↓

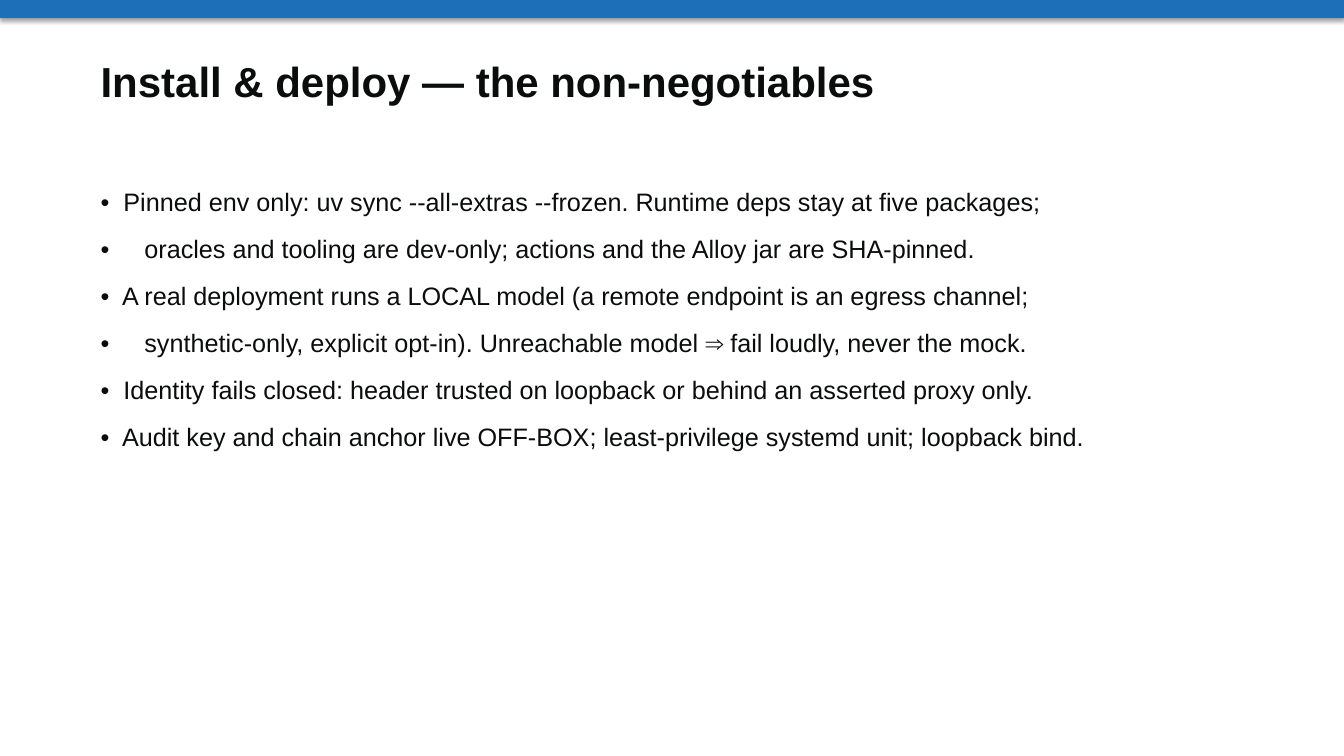
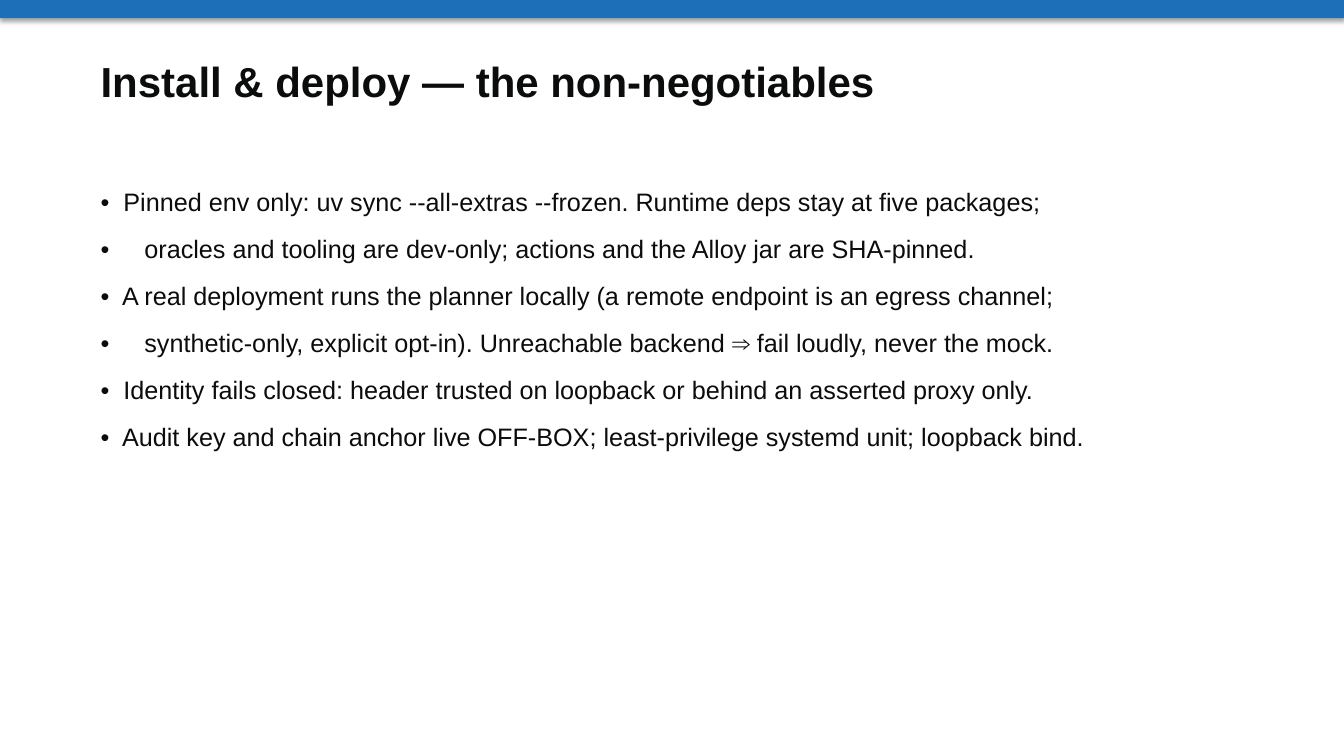
Before and after one commit to wadelab/safe-tre-agent, a slide deck: slide 9 of artifacts/GUIDELINES.ppt. Drawn at 1344x756 pixels with LibreOffice and Linux fonts; fonts in the diff are those of the drawing. Boxes give left, top, right and bottom in pixels: in the first picture for what was removed or moved away, otherwise in the second. Text is boxed around its words. In the diff, an @@ line names an element or a change of style, - is before the commit and + after.

Commit message:
Decks + UI: neutral "automated planner" language, regenerated
Terminology sweep across the deck generator and the web template: drop
"AI"/"LLM"/"robot"/"the model" framing in favour of "automated planner", which
is the accurate description of the untrusted boundary. Regenerated the two
committed explainer decks (ELIF.ppt, GUIDELINES.ppt) from the updated generator.

```diff
--- a/artifacts/GUIDELINES.ppt
+++ b/artifacts/GUIDELINES.ppt
@@ text at [122,286,1053,358]: text changed @@
-• A real deployment runs a LOCAL model (a remote endpoint is an egress channel;
-• synthetic-only, explicit opt-in). Unreachable model ⇒ fail loudly, never the mock.
+• A real deployment runs the planner locally (a remote endpoint is an egress channel;
+• synthetic-only, explicit opt-in). Unreachable backend ⇒ fail loudly, never the mock.
```
Also in this commit, not shown: 3 other files.

↑

Exercise description: Look through the records and gather each line with the word "real".

Solution for this task:
-• A real deployment runs a LOCAL model (a remote endpoint is an egress channel;
+• A real deployment runs the planner locally (a remote endpoint is an egress channel;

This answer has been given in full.